• _Task directions_
A single number is wanted: how many lines of the data below include the string "diagonal"?

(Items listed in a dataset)
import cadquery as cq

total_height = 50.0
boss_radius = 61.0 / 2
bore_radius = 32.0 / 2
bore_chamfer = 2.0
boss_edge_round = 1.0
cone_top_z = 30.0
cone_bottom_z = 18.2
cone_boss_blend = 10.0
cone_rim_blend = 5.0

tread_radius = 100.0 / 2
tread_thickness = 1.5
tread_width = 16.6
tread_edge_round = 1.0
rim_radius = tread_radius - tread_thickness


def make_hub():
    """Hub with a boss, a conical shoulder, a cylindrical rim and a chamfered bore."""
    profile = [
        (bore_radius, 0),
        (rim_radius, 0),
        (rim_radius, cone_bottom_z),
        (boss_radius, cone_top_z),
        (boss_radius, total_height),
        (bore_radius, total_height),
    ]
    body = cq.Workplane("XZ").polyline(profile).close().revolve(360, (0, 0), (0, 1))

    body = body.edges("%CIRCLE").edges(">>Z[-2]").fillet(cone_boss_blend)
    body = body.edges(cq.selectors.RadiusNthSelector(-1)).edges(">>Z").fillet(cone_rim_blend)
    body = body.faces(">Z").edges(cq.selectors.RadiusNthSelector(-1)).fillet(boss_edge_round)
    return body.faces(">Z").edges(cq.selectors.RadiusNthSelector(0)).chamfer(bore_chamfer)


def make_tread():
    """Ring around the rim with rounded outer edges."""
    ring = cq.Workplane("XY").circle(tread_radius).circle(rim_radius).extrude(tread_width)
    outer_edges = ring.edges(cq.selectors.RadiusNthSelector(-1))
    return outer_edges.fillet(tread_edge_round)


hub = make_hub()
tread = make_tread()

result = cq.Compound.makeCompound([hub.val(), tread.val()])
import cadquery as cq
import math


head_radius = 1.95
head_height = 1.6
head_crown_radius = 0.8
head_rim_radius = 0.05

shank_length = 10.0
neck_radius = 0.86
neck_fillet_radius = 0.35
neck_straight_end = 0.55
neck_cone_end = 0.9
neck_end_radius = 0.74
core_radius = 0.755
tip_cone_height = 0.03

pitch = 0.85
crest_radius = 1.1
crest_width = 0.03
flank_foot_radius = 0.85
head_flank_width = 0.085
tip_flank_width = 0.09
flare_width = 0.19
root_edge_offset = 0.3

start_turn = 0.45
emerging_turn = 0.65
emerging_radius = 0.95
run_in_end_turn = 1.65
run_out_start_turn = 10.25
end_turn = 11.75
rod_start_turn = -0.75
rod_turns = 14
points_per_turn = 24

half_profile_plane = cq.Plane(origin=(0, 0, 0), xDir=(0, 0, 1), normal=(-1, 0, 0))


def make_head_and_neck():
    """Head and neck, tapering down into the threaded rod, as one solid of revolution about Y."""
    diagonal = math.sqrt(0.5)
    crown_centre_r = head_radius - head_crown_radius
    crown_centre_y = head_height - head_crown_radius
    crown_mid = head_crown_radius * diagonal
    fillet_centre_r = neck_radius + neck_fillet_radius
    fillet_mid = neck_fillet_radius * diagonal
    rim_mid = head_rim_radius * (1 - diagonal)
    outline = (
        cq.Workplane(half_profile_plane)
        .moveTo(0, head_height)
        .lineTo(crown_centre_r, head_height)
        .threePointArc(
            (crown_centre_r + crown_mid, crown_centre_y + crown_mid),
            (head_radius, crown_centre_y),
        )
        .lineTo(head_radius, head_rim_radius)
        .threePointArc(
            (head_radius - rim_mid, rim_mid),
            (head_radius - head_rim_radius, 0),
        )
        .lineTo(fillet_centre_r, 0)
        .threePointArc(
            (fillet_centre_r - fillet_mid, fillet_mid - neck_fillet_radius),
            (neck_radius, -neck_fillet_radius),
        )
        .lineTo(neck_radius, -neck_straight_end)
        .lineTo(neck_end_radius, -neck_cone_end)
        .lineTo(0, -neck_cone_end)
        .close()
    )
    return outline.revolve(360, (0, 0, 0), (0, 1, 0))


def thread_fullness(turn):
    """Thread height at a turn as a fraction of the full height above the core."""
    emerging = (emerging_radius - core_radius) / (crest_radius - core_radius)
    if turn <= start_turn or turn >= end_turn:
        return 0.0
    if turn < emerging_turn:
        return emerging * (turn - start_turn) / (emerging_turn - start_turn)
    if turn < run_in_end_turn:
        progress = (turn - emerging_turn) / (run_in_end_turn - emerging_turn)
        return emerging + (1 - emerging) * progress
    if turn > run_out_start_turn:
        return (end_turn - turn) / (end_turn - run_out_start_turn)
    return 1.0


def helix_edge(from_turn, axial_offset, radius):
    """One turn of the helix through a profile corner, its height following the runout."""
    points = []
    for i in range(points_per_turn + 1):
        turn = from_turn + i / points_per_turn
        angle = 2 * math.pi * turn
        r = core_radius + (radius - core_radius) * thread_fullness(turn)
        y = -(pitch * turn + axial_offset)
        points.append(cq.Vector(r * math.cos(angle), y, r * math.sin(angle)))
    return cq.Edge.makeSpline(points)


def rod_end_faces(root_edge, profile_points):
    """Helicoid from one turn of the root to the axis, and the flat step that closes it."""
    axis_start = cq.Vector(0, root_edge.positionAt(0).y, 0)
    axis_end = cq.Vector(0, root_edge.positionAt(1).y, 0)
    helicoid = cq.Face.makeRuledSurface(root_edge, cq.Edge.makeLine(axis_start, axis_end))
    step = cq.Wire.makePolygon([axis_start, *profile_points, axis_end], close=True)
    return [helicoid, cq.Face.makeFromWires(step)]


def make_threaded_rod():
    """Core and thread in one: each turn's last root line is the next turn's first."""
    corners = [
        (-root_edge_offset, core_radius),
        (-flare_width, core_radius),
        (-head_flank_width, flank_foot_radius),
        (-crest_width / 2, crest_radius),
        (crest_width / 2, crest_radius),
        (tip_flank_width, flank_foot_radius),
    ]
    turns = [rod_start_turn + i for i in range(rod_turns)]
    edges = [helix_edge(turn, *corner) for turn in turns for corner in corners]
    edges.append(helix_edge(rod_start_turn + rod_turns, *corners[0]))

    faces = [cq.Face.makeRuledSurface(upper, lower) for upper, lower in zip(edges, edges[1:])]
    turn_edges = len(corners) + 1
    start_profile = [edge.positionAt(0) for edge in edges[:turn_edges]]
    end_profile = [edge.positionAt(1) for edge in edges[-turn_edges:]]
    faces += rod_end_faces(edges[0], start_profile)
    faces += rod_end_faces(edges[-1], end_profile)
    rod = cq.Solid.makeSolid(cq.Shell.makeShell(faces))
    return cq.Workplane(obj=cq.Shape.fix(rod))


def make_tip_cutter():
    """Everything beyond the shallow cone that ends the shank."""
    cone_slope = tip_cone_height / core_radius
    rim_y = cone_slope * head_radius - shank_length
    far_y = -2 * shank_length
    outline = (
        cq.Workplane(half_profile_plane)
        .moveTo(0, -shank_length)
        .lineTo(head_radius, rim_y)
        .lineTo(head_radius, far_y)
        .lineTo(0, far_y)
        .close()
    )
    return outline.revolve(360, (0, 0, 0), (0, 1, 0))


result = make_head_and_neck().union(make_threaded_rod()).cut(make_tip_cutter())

• _Task response_
4